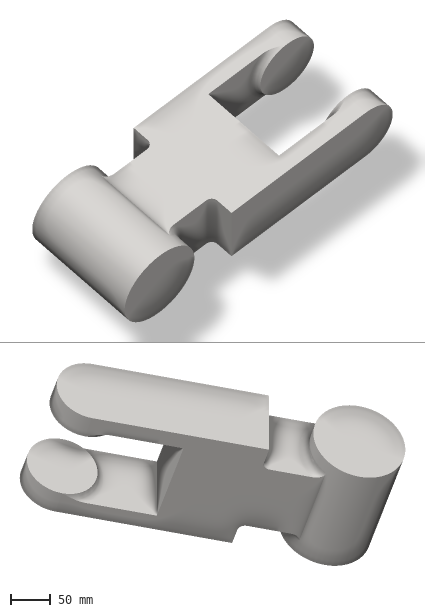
import cadquery as cq

total_length = 457.0
body_width = 182.0
body_thickness = 92.5
barrel_diameter = 120.0
barrel_width = 172.0

slot_width = 131.0
slot_floor_y = 224.5
ear_gap = 111.0
neck_width = 109.5
shoulder_y = 119.5
neck_fillet = 10.0

barrel_radius = barrel_diameter / 2
ear_radius = body_thickness / 2
ear_axis_y = total_length - barrel_radius - ear_radius
pad_height = (slot_width - ear_gap) / 2
body_length = ear_axis_y - shoulder_y


def x_cylinder(radius, width, axis_y):
    """Cylinder along X, centred on X = 0, with its axis at the given Y."""
    return cq.Workplane("YZ").center(axis_y, 0).circle(radius).extrude(width / 2, both=True)


def flared_disc(radius, flare, base_x, axis_y, direction):
    """Disc about an X-parallel axis with a concave quarter-round flare.

    It is widest at base_x and narrows to radius one flare further along direction.
    """
    tip_x = base_x + direction * flare
    arc_middle = flare * (1 - 0.5 ** 0.5)
    return (
        cq.Workplane("XY")
        .moveTo(base_x, axis_y)
        .lineTo(base_x, axis_y + radius + flare)
        .threePointArc(
            (base_x + direction * arc_middle, axis_y + radius + arc_middle),
            (tip_x, axis_y + radius),
        )
        .lineTo(tip_x, axis_y)
        .close()
        .revolve(360, (0, axis_y, 0), (1, axis_y, 0))
    )


def make_neck():
    """Narrow bar from the barrel axis to the shoulder of the body."""
    return cq.Workplane("XY").box(
        neck_width, shoulder_y, body_thickness, centered=(True, False, True)
    )


def make_body():
    """Wide body with round ear ends, on the neck with filleted inside corners."""
    body = (
        cq.Workplane("XY")
        .box(body_width, body_length, body_thickness, centered=(True, False, True))
        .translate((0, shoulder_y, 0))
    )
    corner_half_width = neck_width / 2
    corners = cq.selectors.BoxSelector(
        (-corner_half_width - neck_fillet, shoulder_y - neck_fillet, -body_thickness),
        (corner_half_width + neck_fillet, shoulder_y + neck_fillet, body_thickness),
    )
    block = body.union(make_neck()).edges("|Z").edges(corners).fillet(neck_fillet)
    return block.union(x_cylinder(ear_radius, body_width, ear_axis_y))


body = make_body()

envelope = (
    cq.Workplane("XY")
    .box(body_width, ear_axis_y, body_thickness, centered=(True, False, True))
    .union(x_cylinder(ear_radius, body_width, ear_axis_y))
)

slot = (
    cq.Workplane("XY")
    .box(slot_width, total_length, body_thickness, centered=(True, False, True))
    .translate((0, slot_floor_y, 0))
)
result = body.cut(slot).union(x_cylinder(barrel_radius, barrel_width, 0))

for side in (-1, 1):
    pad = flared_disc(ear_radius, pad_height, side * slot_width / 2, ear_axis_y, -side)
    barrel_flare = flared_disc(barrel_radius, neck_fillet, side * neck_width / 2, 0, side)
    result = result.union(pad.intersect(envelope))
    result = result.union(barrel_flare.intersect(envelope))

(Requirement) Beginning with the line containing "barrel_diameter = 120.0" and ending with the line containing "arc_middle = flare * (1 - 0.5 ** 0.5)", extract those lines exactly from the listing above, and only those.

(Answer section)
barrel_diameter = 120.0
barrel_width = 172.0

slot_width = 131.0
slot_floor_y = 224.5
ear_gap = 111.0
neck_width = 109.5
shoulder_y = 119.5
neck_fillet = 10.0

barrel_radius = barrel_diameter / 2
ear_radius = body_thickness / 2
ear_axis_y = total_length - barrel_radius - ear_radius
pad_height = (slot_width - ear_gap) / 2
body_length = ear_axis_y - shoulder_y


def x_cylinder(radius, width, axis_y):
    """Cylinder along X, centred on X = 0, with its axis at the given Y."""
    return cq.Workplane("YZ").center(axis_y, 0).circle(radius).extrude(width / 2, both=True)


def flared_disc(radius, flare, base_x, axis_y, direction):
    """Disc about an X-parallel axis with a concave quarter-round flare.

    It is widest at base_x and narrows to radius one flare further along direction.
    """
    tip_x = base_x + direction * flare
    arc_middle = flare * (1 - 0.5 ** 0.5)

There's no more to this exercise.